PPRuNe Forums - View Single Post - Thrust Reversers
View Single Post
Old 8th Sep 2015, 18:17
  #5 (permalink)  
pattern_is_full
 
Join Date: Jan 2008
Location: Denver
Posts: 1,226
Received 14 Likes on 8 Posts
I think there are multiple pieces to this puzzle. Thrust reversers redirect thrust forward, but that is not their only effect.

On the old stovepipe turbojets, clam-shell thrust reversers closed off the entire back of the engine nozzle. They not only redirected the engine exhaust forward, but the exhaust was also pushing backwards on the clamshell as it was redirected, thus pushing backwards on the whole airplane (by way of the nuts and bolts that held the clamshell to the airframe). In addition, the entire normal thrust flow was blocked, not just the fan bypass thrust. Finally, the clamshells stuck out into the slipstream, acting to a small degree as speedbrakes, not unlike the tail speedbrakes of a Bae 146.

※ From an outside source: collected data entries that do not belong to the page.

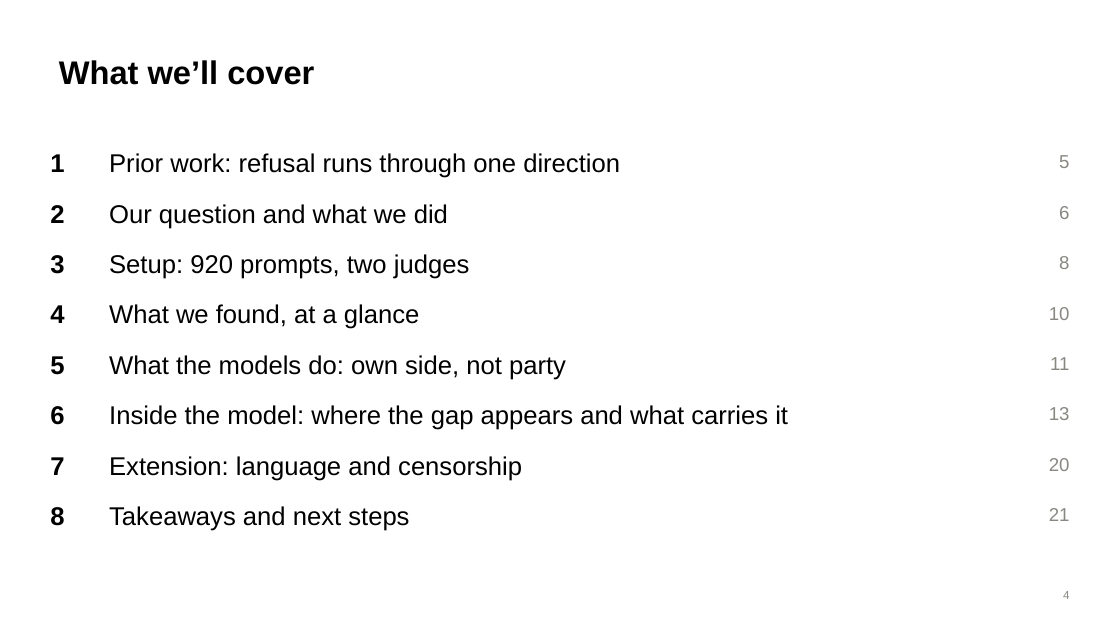
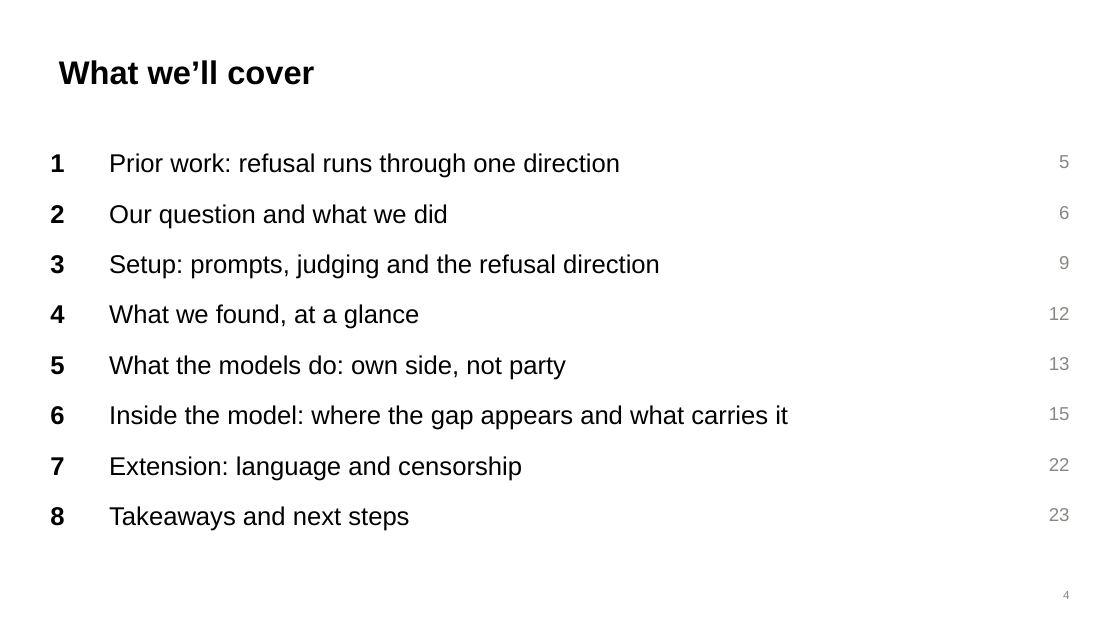
Before and after one commit to brow4623/ai-safety-democracy, a slide deck: slide 4 of slides/refusal-geometry-slides.pptx. Drawn at 1120x630 pixels with LibreOffice and Linux fonts; fonts in the diff are those of the drawing. Boxes give left, top, right and bottom in pixels: in the first picture for what was removed or moved away, otherwise in the second. Text is boxed around its words. In the diff, an @@ line names an element or a change of style, - is before the commit and + after.

```diff
--- a/slides/refusal-geometry-slides.pptx
+++ b/slides/refusal-geometry-slides.pptx
@@ text at bbox=[109, 254, 660, 279]: text changed @@
-Setup: 920 prompts, two judges
+Setup: prompts, judging and the refusal direction
@@ text at bbox=[1059, 256, 1069, 269]: text changed @@
-8
+9
@@ text at bbox=[1049, 307, 1070, 320]: text changed @@
-10
+12
@@ text "13": place and size @@
-text "13" at bbox=[1049, 407, 1070, 420]
+text "13" at bbox=[1049, 357, 1070, 370]
@@ text removed at bbox=[1050, 357, 1069, 370] @@
-11
@@ text added at bbox=[1049, 407, 1070, 420], 16 pt, text #898781 @@
+15
@@ text at bbox=[1049, 458, 1070, 471]: text changed @@
-20
+22
@@ text at bbox=[1049, 508, 1070, 521]: text changed @@
-21
+23
```
Also in this commit, not shown: 2 other slides changed, 5 slides added.

That last effect is very speed-dependent, since drag varies as the square of the velocity. Slow by 50% and that drag drops to 25%.

On high-bypass fan reversers:

1) the engine core is still producing forward thrust, even when the reversers are deployed. Some tail-engined planes have full buckets that block core thrust, but many have a slot in the center, and mostly reverse only the bypass air. So the engine is pushing in both directions at once.

2) Some fan reversers of the "slide-back" type (Boeing, mostly) do not stick out into the slipstream, but others still stick out to the side (Airbus, e.g.) and will produce "speedbrake" drag as well as redirecting the thrust. But exponentially less drag as speed drops.

3) Even on the "internal" Boeing-style reversers, doors drop into the bypass flow, and are being pushed backwards directly by, and blocking, the fan thrust.

Combine those with the supposition (in the thread linked by DaveReidUK) that the reduction of ram air pressure into the engine intake as the aircraft slows reduces the thrust available to "reverse", and you can see how they add up to reduce reverser effectiveness with decreasing speed.

Less door drag - less internal backwards pressure on the reversing plates/doors/buckets - less total airflow - increasing (percentage-wise) interference with slowing from the remaining forward core thrust (at high throttle).

An aircraft can be stopped with reversers alone - but below a certain speed, it takes longer than shutting them down and going to wheel brakes, and increases the risk of FOD damage.